Pada akhir pekan, data yang dipublikasikan menunjukkan kalau pertumbuhan investasi dan hasil produksi China pada Agustus telah meningkatkan kekhawatiran kemungkinan pertumbuhan ekonomi China pada kuartal III di bawah tujuh persen untuk pertama kalinya sejak krisis global.

Selain itu, data ekonomi juga mengharapkan Beijing akan merespons langkah-langkah untuk menopang ekonomi.”Angka-angka sesuai dengan pandangan kami kalau China harus menggelar pelonggaran moneter,” ujar Fumio Nakakubo, Direktur Divisi Wealth Management UBS, seperti dikutip dari Reuters, Senin (14/9/2015).

Hasil produksi industri komoditas China termasuk batu bara dan baja melemah pada Agustus.

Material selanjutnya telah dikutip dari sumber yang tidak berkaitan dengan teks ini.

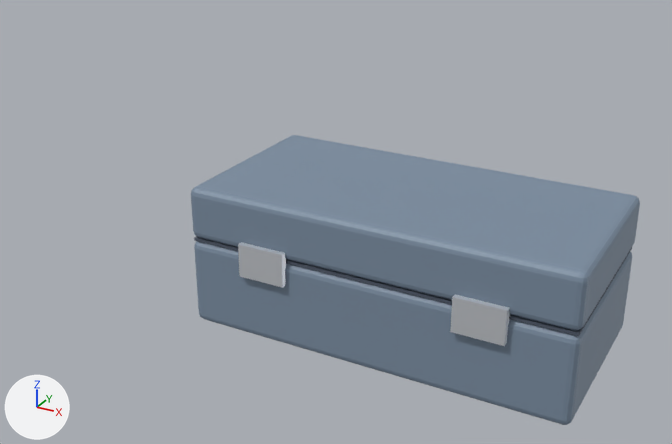
What one commit did to the glTF model fe/public/models/materials/accessory_case.glb.
One viewpoint serves both versions: a 50 mm lens placed at (0.138, -0.314, 0.196), pointed at (-0.048, 0.025, 0.027). Arrows for +X, +Y and +Z are at lower left; the lights stay in place. The first picture is the older version. Where no turn or scale is listed for an object, it has been applied to the vertices. Vertices at exactly the same position are counted once.

The older version as bpy lines, for what is in view:
```python
mat_case_shell = principled_material('case_shell')
mat_case_shell.base_color = (0.2, 0.27, 0.36)  # greyish blue #7c8ea2
mat_case_shell.roughness = 0.55
me_case_base = bpy.data.meshes.new('case_base')
me_case_base.from_pydata(...)  # 96 vertices, 188 faces; spans x -0.08..0.08, y -0.04..0.04, z 0.0..0.037
me_case_base.materials.append(mat_case_shell)  # greyish blue #7c8ea2
me_case_hinge = bpy.data.meshes.new('case_hinge')
me_case_hinge.from_pydata(...)  # a box spanning x -0.055..-0.035, y -0.0423..-0.0393, z 0.0278..0.0418; a box spanning x 0.035..0.055, y -0.0423..-0.0393, z 0.0278..0.0418
me_case_hinge.materials.append(mat_case_trim)  # white #eaedf3
me_case_lid = bpy.data.meshes.new('case_lid')
me_case_lid.from_pydata(...)  # 96 vertices, 188 faces; spans x -0.08..0.08, y -0.04..0.04, z 0.038..0.06
me_case_lid.materials.append(mat_case_shell)  # greyish blue #7c8ea2
me_case_seam = bpy.data.meshes.new('case_seam')
me_case_seam.from_pydata(...)  # 8 vertices, 12 faces; spans x -0.079..0.079, y -0.039..0.039, z 0.037..0.038
me_case_seam.materials.append(mat_case_seam)  # greyish blue #505969
ob_case_base = bpy.data.objects.new('case_base', me_case_base)
ob_case_base.location = (0.0, 0.0, 0.0)
ob_case_hinge = bpy.data.objects.new('case_hinge', me_case_hinge)
ob_case_hinge.location = (0.0, 0.0, 0.0)
ob_case_lid = bpy.data.objects.new('case_lid', me_case_lid)
ob_case_lid.location = (0.0, 0.0, 0.0)
ob_case_seam = bpy.data.objects.new('case_seam', me_case_seam)
ob_case_seam.location = (0.0, 0.0, 0.0)
```
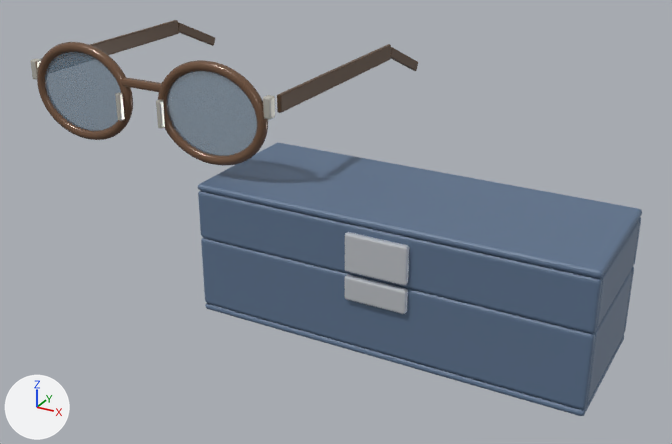
Pixel boxes (x1, y1, x2, y2) of what changed, in the pictures (672 x 444 px):
'case_lid', no longer drawn: before (191, 135, 640, 330)
'case_lid_shell', added (blue): after (198, 143, 642, 333)
'case_base', recoloured, reshaped: before (194, 241, 632, 425); after (201, 237, 634, 416)
'glasses_lens', added: after (45, 52, 257, 156)
'glasses_rim', added (brown): after (37, 42, 268, 166)
'case_clasp_lid', added: after (345, 232, 409, 285)
'temple_R', added (brown): after (277, 44, 418, 113)
'case_clasp_base', added: after (345, 275, 408, 314)
'temple_L', added (brown): after (41, 20, 215, 60)
'case_seam', deleted: before (194, 236, 632, 336)
'glasses_hinges', added: after (30, 58, 275, 120)
'glasses_pads', added: after (115, 92, 165, 129)
'glasses_bridge', added: after (120, 77, 162, 92)
part 2 of me_case_hinge, deleted: before (238, 242, 286, 288)
part 3 of me_case_hinge, deleted: before (450, 294, 510, 346)

Patch to the scene script:
```diff
--- a/fe/public/models/materials/accessory_case.glb.py
+++ b/fe/public/models/materials/accessory_case.glb.py
@@ mat_case_shell @@
 mat_case_shell = principled_material('case_shell')
-mat_case_shell.base_color = (0.2, 0.27, 0.36)  # greyish blue #7c8ea2
+mat_case_shell.base_color = (0.11, 0.17, 0.27)  # blue #5d738e
 mat_case_shell.roughness = 0.55
@@ me_case_base @@
-me_case_base.from_pydata(...)  # 96 vertices, 188 faces; spans x -0.08..0.08, y -0.04..0.04, z 0.0..0.037
+me_case_base.from_pydata(...)  # 440 vertices, 876 faces; spans x -0.083..0.083, y -0.031..0.031, z 0.0..0.034
+# me_case_base part 1: 96 vertices removed from x -0.08..0.08, y -0.04..0.04, z 0.0..0.037; 440 vertices added at x -0.083..0.083, y -0.031..0.031, z 0.0..0.034
 me_case_base.materials.append(mat_case_shell)
@@ me_case_hinge @@
-me_case_hinge.from_pydata(...)  # 16 vertices, 24 faces; spans x -0.055..0.055, y -0.0423..-0.0393, z 0.0278..0.0418
+me_case_hinge.from_pydata(...)  # 112 vertices, 216 faces; spans x -0.059..0.059, y 0.0302..0.0342, z 0.025..0.037
+# me_case_hinge part 2: 8 vertices removed from x -0.055..-0.035, y -0.0423..-0.0393, z 0.0278..0.0418
+# me_case_hinge part 3: 8 vertices removed from x 0.035..0.055, y -0.0423..-0.0393, z 0.0278..0.0418
+# other edits to the shape of me_case_hinge do not show in these pictures
 me_case_hinge.materials.append(mat_case_trim)
@@ ob_case_lid @@
-ob_case_lid = bpy.data.objects.new('case_lid', me_case_lid)
-ob_case_lid.location = (0.0, 0.0, 0.0)
+ob_case_lid = bpy.data.objects.new('case_lid', None)
+ob_case_lid.location = (0.0, 0.031, 0.034)
@@ ob_case_seam @@
-ob_case_seam = bpy.data.objects.new('case_seam', me_case_seam)
@@ ob_temple_r @@
+ob_temple_r = bpy.data.objects.new('temple_R', me_temple_r)  # 112 vertices, 216 faces; spans x -0.001..0.001, y 0.0..0.1328, z -0.0163..0.0038; in mat_glasses_temple (brown #614b38)
+ob_temple_r.location = (-0.0528, -0.0136, 0.0915)
@@ ob_temple_l @@
+ob_temple_l = bpy.data.objects.new('temple_L', me_temple_r.copy())
+ob_temple_l.location = (-0.1772, -0.017, 0.0915)
@@ ob_glasses_rim @@
+ob_glasses_rim = bpy.data.objects.new('glasses_rim', me_glasses_rim)  # 1280 vertices, 2560 faces; spans x -0.0607..0.0607, y -0.0021..0.0021, z -0.0217..0.0217; in mat_glasses_frame (brown #73553f)
+ob_glasses_rim.location = (-0.115, -0.02, 0.085)
@@ ob_glasses_pads @@
+ob_glasses_pads = bpy.data.objects.new('glasses_pads', me_glasses_pads)  # 112 vertices, 216 faces; spans x -0.0119..0.0119, y -0.005..-0.0022, z -0.0085..0.0035; in mat_glasses_hinge (white #eae7dd)
+ob_glasses_pads.location = (-0.115, -0.02, 0.085)
@@ ob_glasses_lens @@
+ob_glasses_lens = bpy.data.objects.new('glasses_lens', me_glasses_lens)  # a UV sphere (40 segments, 16 rings, poles along z) spanning x -0.0585..-0.0095, y -0.0011..0.0011, z -0.0195..0.0195; a UV sphere (40 segments, 16 rings, poles along z) spanning x 0.0095..0.0585, y -0.0011..0.0011, z -0.0195..0.0195; in mat_glasses_lens (blue #768ea2)
+ob_glasses_lens.location = (-0.115, -0.02, 0.085)
@@ ob_glasses_hinges @@
+ob_glasses_hinges = bpy.data.objects.new('glasses_hinges', me_glasses_hinges)  # 112 vertices, 216 faces; spans x -0.0632..0.0632, y -0.0014..0.0026, z 0.002..0.011; in mat_glasses_hinge (white #eae7dd)
+ob_glasses_hinges.location = (-0.115, -0.02, 0.085)
@@ ob_glasses_bridge @@
+ob_glasses_bridge = bpy.data.objects.new('glasses_bridge', me_glasses_bridge)  # 56 vertices, 108 faces; spans x -0.0125..0.0125, y -0.002..0.002, z 0.0057..0.0093; in mat_glasses_frame (brown #73553f)
+ob_glasses_bridge.location = (-0.115, -0.02, 0.085)
@@ ob_case_lid_shell @@
+ob_case_lid_shell = bpy.data.objects.new('case_lid_shell', me_case_lid_shell)  # 456 vertices, 896 faces; spans x -0.083..0.083, y -0.062..0.0, z 0.0..0.024; in mat_case_shell (blue #5d738e)
+ob_case_lid_shell.location = (0.0, 0.031, 0.034)
@@ ob_case_clasp_lid @@
+ob_case_clasp_lid = bpy.data.objects.new('case_clasp_lid', me_case_clasp_lid)  # 56 vertices, 108 faces; spans x -0.013..0.013, y -0.064..-0.0612, z 0.002..0.018; in mat_case_trim (white #eaedf3)
+ob_case_clasp_lid.location = (0.0, 0.031, 0.034)
@@ ob_case_clasp_base @@
+ob_case_clasp_base = bpy.data.objects.new('case_clasp_base', me_case_clasp_base)  # 56 vertices, 108 faces; spans x -0.013..0.013, y -0.033..-0.0302, z 0.024..0.034; in mat_case_trim (white #eaedf3)
+ob_case_clasp_base.location = (0.0, 0.0, 0.0)
```

Hal itu seiring pemerintah lebih menjaga lingkungan terutama dari asap dan juga memangkas produksi lantaran perlambatan ekonomi.

Karena itu permintaan dari China melambat juga mempengaruhi harga komoditas.Selain dari China, pelaku pasar juga fokus terhadap pertemuan bank sentral Amerika Serikat (AS). Pelaku pasar akan mengantisipasi apakah The Federal Reserve akan menaikkan suku bunga untuk pertama kali sejak 2006.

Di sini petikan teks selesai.